Why Don't More People Love Audio?


Can anyone explain why high end audio seems to be forever stuck as a cottage industry? Why do my rich friends who absolutely have to have the BEST of everything and wouldn't be caught dead without expensive clothes, watch, car, home, furniture etc. settle for cheap mass produced components stuck away in a closet somewhere? I can hardly afford to go out to dinner, but I wouldn't dream of spending any less on audio or music.
tuckermorleyfca6
Maybe (I hope) I am wrong. But here is the idea stripped down to its basics (for classical literature students, at least): High-end reproduction is the modern "song of the sirens." Every audiophile is Odysseus. Good sailing with your DVP-S9000ES...
I have to agree with Jsbail. Alot of people do think Bose makes the best. Hell when I started to build on my system my friends wife who is a assistant manager at the Bose outlet told me to come in and she'd hook me up. But I know the truth about Bose and it doesn't come close to what I have. Also many people are into HT, which I do both, it is expensive but I enjoy it. Many are not willing to spend the money on both or one.
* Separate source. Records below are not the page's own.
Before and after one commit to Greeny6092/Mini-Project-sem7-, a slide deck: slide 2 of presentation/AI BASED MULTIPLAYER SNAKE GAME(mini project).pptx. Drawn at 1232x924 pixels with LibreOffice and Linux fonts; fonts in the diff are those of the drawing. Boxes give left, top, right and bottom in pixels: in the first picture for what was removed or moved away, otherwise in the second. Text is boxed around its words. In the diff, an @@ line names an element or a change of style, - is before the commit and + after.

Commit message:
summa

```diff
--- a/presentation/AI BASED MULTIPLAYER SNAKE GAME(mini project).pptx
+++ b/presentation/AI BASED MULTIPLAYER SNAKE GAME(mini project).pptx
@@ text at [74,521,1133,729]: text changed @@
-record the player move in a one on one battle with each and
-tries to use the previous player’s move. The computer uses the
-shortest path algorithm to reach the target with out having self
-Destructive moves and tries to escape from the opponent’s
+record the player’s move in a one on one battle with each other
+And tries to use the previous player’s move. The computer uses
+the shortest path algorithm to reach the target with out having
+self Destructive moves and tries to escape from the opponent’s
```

As a long-time audiophile, music lover, and teacher of a class in jazz appreciation, I despair of the musical taste of much of today's younger generation of listeners. At the risk of offending some of you, too many younger adults (read: under 35) have been raised on a steady diet of music that is often mediocre at best. To make matters worse, the quality of the reproduced sound is sometimes execrable, and the popularity of MP3 suggests it is not going to get any better. Top all of this off with the decline in liberal arts education -- specifically music -- in the schools, and you are left with what Steve Allen calls a "dumbed down" American society. When you get used to crap, it shouldn't surprise anyone that high end audio is shrinking as a hobby.
I find that rather than being a status symbol as in exotic cars...Ferrari's and Lambos which touch in the heart of men as rich sportsmen, i.e. as the machinery we've all dreamed of driving fast, high end audio equipment is scorned by many who can't imagine how we'd drive those amps and speakers fast! I've listened to countless people declare that they can't tell the difference in wines. When I put great wine in their glasses and ask them to taste, everyone can. What I believe they mean is that they are unwilling to pay for what they believe is an outrageous extravagance.
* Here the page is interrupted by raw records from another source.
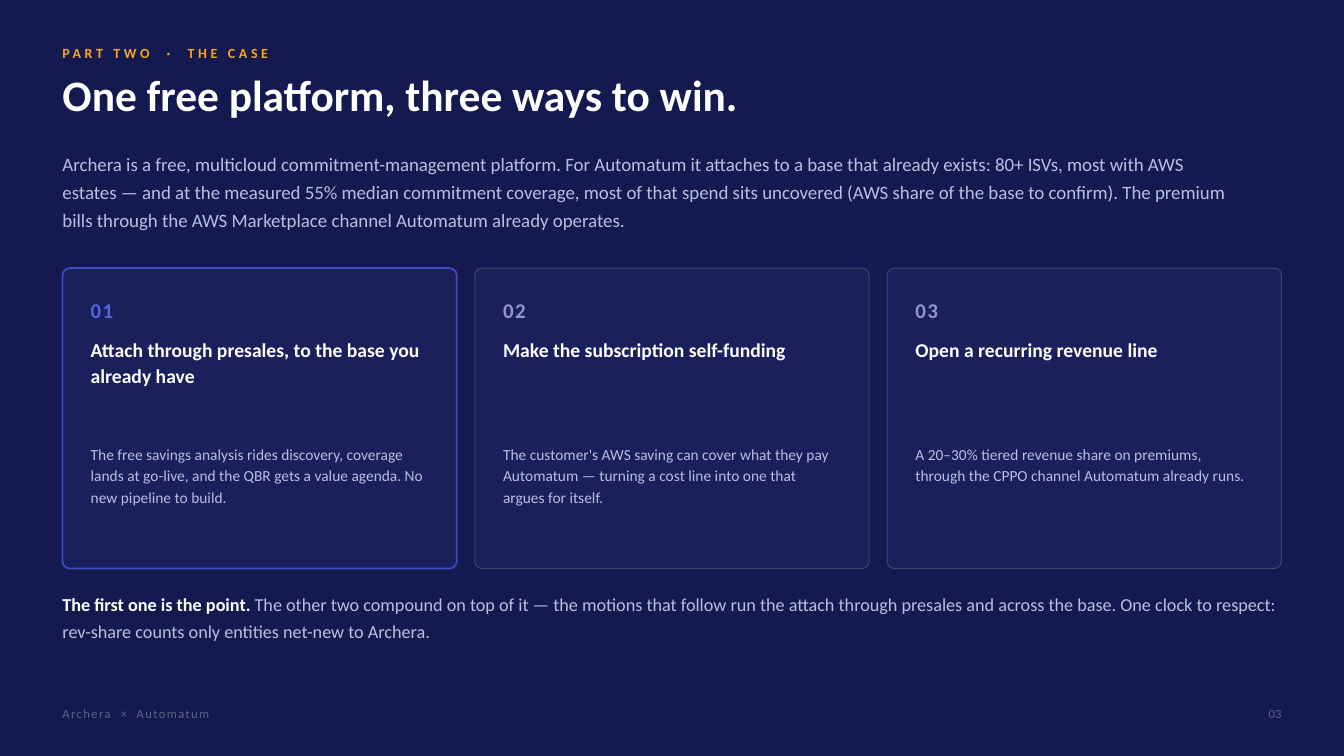
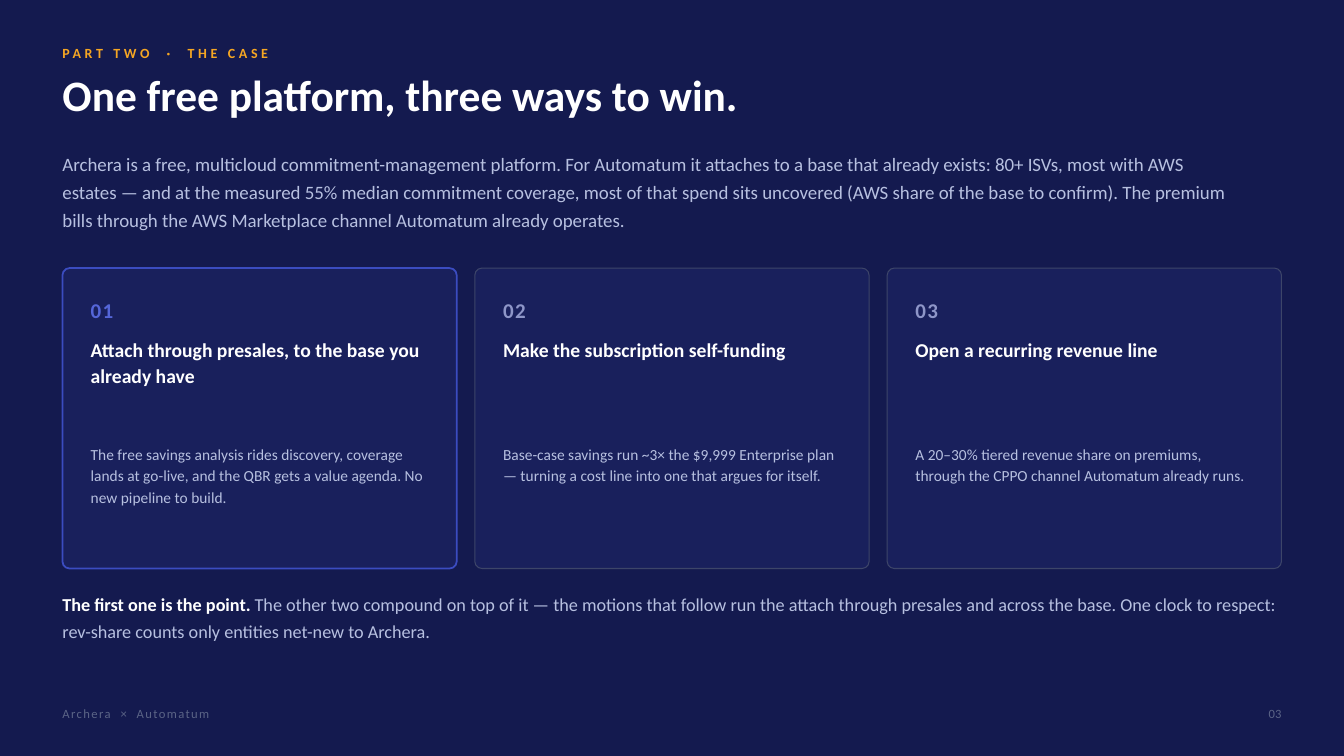
Before and after one commit to KianteEvans/barberbook, a slide deck: slide 3 of decks/Archera-for-Automatum.pptx. Drawn at 1344x756 pixels with LibreOffice and Linux fonts; fonts in the diff are those of the drawing. Boxes give left, top, right and bottom in pixels: in the first picture for what was removed or moved away, otherwise in the second. Text is boxed around its words. In the diff, an @@ line names an element or a change of style, - is before the commit and + after.

```diff
--- a/decks/Archera-for-Automatum.pptx
+++ b/decks/Archera-for-Automatum.pptx
@@ text at [503, 449, 834, 484]: text changed @@
-The customer's AWS saving can cover what they pay Automatum — turning a cost line into one that argues for itself.
+Base-case savings run ~3× the $9,999 Enterprise plan — turning a cost line into one that argues for itself.
```
Also in this commit, not shown: 3 other slides changed, 2 other files.

Presumably, music is music is music. Why care how it is produced or how near perfectly it represents the musicians actual work? Once having learned to listen to a true reproduction of sound and having given up the taint of flavor which most audio equipment overlays, I don't find that it is difficult to want more, more, more of it. I just believe that like other non-status opulently expensive devices in life, most people don't have the ability to pay therefore they don't allow themselves the willingness to be touched by the sensuality of the experience. Basically, I believe people recoil from what clearly scares them... the obviousness that if we loved the music, we might not be able to afford the equipment.
I collect vintage watches, fine cigars, wine, Italian cars, houses, sailboats and WW II airplanes. Each of these hobbies gives me great pleasure and is a conversation starter for people I meet in business and socially. Someone once tried to sell me a very expensive Krell system, but I couldn't really understand how to justify the price and my wife hated it. In the end, I have Denon home theatre equipment built into a custom closet, B&W speakers and Bose cubes in every room for background music and entertaining. You guys seem to think this is garbage but it sounds great to me.